The global geochemical balance also has important implications for climate change.

EU-funded scientists working on the project ISOBAB studied unique hydrothermal systems associated with mineralisation to gain fundamental insight into sub-seafloor processes involved in metallogenesis.First discovered in 1977, hydrothermal vents are like geysers of super-heated mineral-rich water spewing from fissures along the ocean floor.

Hydrothermal processes in back-arc basins (BABs), a special type of sub-marine basin, generate a rich variety of vent chemistry and mineral deposits and therefore, chemical exchanges are important here.
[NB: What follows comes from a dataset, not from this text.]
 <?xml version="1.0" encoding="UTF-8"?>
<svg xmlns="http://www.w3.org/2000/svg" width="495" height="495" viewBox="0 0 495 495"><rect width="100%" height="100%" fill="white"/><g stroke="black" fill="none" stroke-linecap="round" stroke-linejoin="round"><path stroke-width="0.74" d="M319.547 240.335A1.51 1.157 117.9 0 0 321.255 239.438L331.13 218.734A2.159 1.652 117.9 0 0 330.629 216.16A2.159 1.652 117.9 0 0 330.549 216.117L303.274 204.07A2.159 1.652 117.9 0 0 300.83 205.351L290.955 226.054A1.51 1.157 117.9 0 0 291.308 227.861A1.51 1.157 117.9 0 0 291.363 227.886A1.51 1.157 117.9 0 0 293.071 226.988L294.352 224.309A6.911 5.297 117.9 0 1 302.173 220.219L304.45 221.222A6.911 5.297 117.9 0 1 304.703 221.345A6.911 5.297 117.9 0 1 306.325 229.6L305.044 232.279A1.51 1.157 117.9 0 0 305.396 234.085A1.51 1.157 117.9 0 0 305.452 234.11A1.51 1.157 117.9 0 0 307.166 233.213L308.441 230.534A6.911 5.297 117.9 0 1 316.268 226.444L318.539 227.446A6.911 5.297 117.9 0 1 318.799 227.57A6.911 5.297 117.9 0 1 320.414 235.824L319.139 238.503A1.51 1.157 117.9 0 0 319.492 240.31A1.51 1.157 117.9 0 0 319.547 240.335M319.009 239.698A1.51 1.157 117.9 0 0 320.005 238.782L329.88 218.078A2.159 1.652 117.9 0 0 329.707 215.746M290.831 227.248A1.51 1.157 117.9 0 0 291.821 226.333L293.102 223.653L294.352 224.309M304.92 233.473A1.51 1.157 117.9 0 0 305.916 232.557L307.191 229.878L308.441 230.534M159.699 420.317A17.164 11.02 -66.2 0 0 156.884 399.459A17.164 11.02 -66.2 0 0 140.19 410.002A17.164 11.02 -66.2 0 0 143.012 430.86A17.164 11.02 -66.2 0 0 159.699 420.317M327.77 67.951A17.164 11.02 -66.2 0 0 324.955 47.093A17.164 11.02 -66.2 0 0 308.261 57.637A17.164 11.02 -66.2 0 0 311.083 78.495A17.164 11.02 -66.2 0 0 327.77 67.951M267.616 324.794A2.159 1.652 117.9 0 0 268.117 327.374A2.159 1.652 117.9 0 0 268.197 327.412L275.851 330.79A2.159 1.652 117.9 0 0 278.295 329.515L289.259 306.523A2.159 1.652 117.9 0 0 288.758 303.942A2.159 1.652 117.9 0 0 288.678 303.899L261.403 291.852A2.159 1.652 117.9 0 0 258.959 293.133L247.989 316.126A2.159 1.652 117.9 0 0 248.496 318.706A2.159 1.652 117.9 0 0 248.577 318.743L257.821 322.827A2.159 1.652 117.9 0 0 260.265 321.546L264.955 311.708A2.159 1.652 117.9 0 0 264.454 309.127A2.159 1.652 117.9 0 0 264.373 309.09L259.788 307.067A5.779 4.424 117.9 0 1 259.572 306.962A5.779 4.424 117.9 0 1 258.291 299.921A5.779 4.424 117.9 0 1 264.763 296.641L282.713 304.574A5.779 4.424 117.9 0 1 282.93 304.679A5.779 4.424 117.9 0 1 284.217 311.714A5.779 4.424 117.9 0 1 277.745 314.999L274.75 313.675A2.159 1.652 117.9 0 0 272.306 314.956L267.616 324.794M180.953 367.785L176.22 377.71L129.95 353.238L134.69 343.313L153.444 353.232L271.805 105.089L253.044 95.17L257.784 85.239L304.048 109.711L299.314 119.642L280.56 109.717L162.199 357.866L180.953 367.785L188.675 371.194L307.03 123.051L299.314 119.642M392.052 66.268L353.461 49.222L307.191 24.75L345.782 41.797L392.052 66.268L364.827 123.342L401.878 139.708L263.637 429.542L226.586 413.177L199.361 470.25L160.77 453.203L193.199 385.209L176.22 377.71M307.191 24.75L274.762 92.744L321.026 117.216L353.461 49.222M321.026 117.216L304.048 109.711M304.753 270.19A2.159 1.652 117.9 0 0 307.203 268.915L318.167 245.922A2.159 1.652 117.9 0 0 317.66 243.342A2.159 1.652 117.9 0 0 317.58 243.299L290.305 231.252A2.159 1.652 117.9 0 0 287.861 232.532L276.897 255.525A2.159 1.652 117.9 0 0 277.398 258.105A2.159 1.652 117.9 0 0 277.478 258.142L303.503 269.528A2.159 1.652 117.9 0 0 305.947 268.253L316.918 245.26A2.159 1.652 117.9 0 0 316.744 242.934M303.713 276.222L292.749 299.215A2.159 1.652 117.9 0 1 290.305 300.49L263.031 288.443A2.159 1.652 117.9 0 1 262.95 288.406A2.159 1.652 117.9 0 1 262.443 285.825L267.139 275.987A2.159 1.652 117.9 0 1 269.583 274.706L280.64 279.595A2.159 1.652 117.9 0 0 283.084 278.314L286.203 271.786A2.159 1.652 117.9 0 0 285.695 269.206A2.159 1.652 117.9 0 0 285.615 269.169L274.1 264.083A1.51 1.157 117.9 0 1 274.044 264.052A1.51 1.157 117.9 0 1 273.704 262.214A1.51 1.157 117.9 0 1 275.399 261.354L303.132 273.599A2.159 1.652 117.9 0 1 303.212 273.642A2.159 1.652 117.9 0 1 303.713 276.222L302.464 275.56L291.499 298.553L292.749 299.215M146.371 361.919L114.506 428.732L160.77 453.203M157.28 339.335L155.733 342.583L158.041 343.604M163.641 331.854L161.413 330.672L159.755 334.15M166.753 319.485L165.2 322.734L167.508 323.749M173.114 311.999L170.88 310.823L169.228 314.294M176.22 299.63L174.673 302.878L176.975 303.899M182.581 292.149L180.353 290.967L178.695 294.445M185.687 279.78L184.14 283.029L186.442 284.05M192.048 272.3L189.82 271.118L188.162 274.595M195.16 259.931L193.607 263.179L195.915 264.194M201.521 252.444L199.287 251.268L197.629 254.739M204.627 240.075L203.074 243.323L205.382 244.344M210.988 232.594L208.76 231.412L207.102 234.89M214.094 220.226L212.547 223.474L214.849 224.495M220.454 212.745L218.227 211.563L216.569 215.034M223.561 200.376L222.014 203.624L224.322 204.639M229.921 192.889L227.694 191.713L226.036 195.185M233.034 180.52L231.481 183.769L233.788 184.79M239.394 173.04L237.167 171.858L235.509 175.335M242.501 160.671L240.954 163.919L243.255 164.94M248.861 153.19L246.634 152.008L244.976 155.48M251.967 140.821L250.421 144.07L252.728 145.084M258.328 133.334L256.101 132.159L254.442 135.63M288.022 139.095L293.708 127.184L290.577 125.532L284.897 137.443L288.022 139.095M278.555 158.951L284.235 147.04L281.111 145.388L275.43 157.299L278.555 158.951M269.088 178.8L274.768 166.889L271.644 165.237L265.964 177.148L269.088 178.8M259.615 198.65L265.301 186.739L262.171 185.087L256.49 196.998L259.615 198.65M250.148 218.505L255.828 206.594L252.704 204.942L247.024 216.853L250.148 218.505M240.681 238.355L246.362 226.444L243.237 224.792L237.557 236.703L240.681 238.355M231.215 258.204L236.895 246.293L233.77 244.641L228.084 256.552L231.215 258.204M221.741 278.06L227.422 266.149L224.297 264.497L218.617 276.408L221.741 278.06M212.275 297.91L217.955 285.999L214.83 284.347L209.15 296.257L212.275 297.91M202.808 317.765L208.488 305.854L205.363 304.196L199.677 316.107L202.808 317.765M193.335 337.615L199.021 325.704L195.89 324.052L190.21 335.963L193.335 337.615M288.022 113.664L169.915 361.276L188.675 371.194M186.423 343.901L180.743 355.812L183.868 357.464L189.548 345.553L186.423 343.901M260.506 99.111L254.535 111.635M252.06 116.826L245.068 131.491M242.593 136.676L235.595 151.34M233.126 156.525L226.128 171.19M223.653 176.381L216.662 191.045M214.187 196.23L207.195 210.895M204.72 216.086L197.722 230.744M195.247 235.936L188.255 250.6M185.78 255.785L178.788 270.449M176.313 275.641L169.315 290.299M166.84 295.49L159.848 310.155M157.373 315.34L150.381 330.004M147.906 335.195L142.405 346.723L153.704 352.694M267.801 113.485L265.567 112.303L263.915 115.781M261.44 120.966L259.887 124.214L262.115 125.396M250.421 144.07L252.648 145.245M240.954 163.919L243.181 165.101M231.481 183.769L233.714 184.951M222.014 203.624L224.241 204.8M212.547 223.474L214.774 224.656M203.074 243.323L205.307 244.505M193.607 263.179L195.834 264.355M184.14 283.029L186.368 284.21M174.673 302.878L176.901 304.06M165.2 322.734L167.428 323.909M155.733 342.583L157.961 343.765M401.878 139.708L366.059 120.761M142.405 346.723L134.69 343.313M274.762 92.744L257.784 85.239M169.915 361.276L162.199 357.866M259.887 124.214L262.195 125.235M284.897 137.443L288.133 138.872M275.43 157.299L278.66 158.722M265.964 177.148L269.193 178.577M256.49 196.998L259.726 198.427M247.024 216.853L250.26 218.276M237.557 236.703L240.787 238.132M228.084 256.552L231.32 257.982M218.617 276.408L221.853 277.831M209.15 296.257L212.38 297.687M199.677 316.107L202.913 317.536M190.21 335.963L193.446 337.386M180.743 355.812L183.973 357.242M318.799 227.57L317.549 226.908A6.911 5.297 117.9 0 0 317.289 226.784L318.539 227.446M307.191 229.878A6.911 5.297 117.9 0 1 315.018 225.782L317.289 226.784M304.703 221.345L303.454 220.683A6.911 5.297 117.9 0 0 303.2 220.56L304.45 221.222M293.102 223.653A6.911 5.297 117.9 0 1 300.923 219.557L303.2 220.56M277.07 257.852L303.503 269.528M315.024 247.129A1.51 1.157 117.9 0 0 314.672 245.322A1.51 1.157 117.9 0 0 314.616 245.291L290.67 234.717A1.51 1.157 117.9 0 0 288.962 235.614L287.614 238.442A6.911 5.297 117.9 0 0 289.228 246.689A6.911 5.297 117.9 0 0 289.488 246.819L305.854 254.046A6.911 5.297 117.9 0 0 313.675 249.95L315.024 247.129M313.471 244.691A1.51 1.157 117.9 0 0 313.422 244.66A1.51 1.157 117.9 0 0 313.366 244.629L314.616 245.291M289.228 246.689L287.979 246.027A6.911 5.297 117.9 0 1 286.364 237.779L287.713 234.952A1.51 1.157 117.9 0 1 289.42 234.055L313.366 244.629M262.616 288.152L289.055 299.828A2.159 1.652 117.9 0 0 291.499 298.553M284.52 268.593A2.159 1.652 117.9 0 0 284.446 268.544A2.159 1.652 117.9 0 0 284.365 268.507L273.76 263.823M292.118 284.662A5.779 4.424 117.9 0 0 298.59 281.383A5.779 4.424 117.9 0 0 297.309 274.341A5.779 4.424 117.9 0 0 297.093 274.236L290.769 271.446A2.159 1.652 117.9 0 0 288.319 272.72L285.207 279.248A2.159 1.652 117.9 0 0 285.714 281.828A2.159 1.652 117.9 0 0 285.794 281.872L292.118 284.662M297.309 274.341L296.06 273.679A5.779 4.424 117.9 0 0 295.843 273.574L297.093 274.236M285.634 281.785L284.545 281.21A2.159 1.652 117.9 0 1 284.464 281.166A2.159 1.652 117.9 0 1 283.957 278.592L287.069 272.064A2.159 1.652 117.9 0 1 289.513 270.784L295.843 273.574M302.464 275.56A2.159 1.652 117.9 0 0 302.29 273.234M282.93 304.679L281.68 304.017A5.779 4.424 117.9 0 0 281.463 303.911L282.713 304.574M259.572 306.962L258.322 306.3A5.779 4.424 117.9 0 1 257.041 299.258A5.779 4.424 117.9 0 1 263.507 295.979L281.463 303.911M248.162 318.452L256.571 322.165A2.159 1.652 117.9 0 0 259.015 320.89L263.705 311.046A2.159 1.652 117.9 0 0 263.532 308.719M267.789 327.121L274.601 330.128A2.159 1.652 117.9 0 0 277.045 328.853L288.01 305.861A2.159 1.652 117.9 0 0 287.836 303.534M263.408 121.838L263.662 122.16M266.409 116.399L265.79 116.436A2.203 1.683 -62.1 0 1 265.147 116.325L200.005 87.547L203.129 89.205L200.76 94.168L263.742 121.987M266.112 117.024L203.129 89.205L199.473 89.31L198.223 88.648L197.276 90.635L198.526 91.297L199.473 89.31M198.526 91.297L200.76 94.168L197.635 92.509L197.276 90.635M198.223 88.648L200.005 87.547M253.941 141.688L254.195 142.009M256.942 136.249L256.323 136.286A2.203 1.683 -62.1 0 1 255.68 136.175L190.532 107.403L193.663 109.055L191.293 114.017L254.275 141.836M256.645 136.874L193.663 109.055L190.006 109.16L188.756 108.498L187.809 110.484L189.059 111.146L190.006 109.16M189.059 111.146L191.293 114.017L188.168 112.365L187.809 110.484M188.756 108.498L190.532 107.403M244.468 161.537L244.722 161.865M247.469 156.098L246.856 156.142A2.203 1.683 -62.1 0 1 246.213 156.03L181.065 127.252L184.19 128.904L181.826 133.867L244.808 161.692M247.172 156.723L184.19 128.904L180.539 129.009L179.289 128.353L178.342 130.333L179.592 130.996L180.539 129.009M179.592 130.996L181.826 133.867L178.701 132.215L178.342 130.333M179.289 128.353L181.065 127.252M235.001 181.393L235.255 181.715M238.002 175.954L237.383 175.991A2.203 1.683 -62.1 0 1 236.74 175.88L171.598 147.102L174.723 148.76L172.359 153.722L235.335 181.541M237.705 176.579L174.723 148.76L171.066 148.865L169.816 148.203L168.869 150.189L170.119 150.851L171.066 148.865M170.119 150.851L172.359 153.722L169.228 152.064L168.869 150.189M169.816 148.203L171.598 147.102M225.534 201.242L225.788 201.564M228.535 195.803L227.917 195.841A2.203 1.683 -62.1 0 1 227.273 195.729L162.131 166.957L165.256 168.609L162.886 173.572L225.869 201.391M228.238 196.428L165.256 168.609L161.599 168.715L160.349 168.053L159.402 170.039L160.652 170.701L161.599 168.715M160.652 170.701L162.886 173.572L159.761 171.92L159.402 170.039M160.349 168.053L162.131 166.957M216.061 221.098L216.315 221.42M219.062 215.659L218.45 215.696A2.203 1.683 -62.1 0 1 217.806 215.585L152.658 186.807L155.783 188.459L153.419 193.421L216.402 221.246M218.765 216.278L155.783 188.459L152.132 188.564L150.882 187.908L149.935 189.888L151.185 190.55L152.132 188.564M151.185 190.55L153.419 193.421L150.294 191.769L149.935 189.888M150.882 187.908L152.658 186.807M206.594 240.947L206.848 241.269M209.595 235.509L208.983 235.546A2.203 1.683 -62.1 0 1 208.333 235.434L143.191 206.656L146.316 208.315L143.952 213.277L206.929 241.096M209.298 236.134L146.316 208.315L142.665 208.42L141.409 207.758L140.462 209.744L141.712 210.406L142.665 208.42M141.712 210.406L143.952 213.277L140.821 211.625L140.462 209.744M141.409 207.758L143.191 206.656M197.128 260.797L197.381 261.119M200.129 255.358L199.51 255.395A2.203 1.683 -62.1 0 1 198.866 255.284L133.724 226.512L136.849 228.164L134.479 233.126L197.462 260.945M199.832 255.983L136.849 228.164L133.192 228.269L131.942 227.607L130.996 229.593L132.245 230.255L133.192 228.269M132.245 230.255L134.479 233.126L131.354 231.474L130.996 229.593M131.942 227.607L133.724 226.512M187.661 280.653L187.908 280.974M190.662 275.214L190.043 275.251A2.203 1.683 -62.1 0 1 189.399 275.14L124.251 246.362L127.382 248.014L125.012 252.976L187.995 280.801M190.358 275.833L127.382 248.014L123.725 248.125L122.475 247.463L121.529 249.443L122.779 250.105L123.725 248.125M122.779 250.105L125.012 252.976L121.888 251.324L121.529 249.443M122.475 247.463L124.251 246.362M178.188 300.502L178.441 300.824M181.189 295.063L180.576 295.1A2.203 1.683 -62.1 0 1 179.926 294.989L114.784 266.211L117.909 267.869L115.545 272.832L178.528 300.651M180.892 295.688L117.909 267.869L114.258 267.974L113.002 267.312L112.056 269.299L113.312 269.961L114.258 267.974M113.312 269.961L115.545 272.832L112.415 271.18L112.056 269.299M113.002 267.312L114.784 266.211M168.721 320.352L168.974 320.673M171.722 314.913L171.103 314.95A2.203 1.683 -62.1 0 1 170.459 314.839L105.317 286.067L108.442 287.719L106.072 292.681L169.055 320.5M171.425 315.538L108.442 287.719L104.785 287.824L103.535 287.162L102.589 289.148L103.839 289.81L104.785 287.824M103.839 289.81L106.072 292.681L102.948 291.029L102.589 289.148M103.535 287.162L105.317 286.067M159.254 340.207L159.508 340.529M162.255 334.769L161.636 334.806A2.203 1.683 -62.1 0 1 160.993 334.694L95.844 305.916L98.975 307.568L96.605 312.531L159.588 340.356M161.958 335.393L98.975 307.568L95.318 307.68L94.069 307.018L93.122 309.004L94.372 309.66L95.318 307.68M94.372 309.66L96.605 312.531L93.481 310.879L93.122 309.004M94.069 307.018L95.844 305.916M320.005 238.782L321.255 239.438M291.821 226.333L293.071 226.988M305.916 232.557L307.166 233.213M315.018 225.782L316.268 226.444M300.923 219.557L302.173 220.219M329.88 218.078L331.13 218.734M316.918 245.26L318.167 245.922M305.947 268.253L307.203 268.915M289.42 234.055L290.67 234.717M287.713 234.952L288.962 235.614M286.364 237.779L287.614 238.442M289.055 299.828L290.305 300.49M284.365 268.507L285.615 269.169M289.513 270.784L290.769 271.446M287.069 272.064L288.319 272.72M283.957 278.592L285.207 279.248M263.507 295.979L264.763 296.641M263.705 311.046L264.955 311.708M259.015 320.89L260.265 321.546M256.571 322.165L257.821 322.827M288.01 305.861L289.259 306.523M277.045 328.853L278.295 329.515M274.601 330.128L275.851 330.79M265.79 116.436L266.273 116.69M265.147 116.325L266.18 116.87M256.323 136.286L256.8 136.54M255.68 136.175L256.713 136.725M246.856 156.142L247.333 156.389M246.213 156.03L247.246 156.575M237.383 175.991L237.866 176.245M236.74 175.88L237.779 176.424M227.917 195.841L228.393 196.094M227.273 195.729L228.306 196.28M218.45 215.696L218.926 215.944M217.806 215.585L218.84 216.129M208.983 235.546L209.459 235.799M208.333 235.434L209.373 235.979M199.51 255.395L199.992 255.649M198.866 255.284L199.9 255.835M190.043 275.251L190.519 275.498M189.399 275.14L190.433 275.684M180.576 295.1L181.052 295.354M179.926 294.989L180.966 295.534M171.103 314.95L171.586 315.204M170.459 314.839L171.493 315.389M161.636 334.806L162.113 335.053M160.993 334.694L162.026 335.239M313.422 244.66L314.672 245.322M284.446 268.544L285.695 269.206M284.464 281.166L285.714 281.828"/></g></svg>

Two sources likely contribute to BAB ore deposits: metal-rich magmatic fluids and sub-seafloor metal precipitation/remobilisation.

However, the contribution of each is not clear.ISOBAB chose non-traditional isotopes of cadmium, zinc and antimony coupled with sulphur isotopes in seafloor hydrothermal vent systems (fluids, deposits and substrate rocks) to gain insight.

They added iron and copper isotopes to the planned analyses early in the project for a comprehensive picture of mineralisation.

Through a combination of experiments and modelling, the team successfully described the main contributors to isotope variability in vent fluids as well as ruled out factors that do not contribute.Results are important to the EU's future in ocean exploration and ocean mining as well as to its excellence in non-traditional stable isotope chemistry.

A broader perspective includes a role for fundamental understanding of hydrothermal systems and their contribution to geochemical exchange in fostering better insight into implications for global climate change.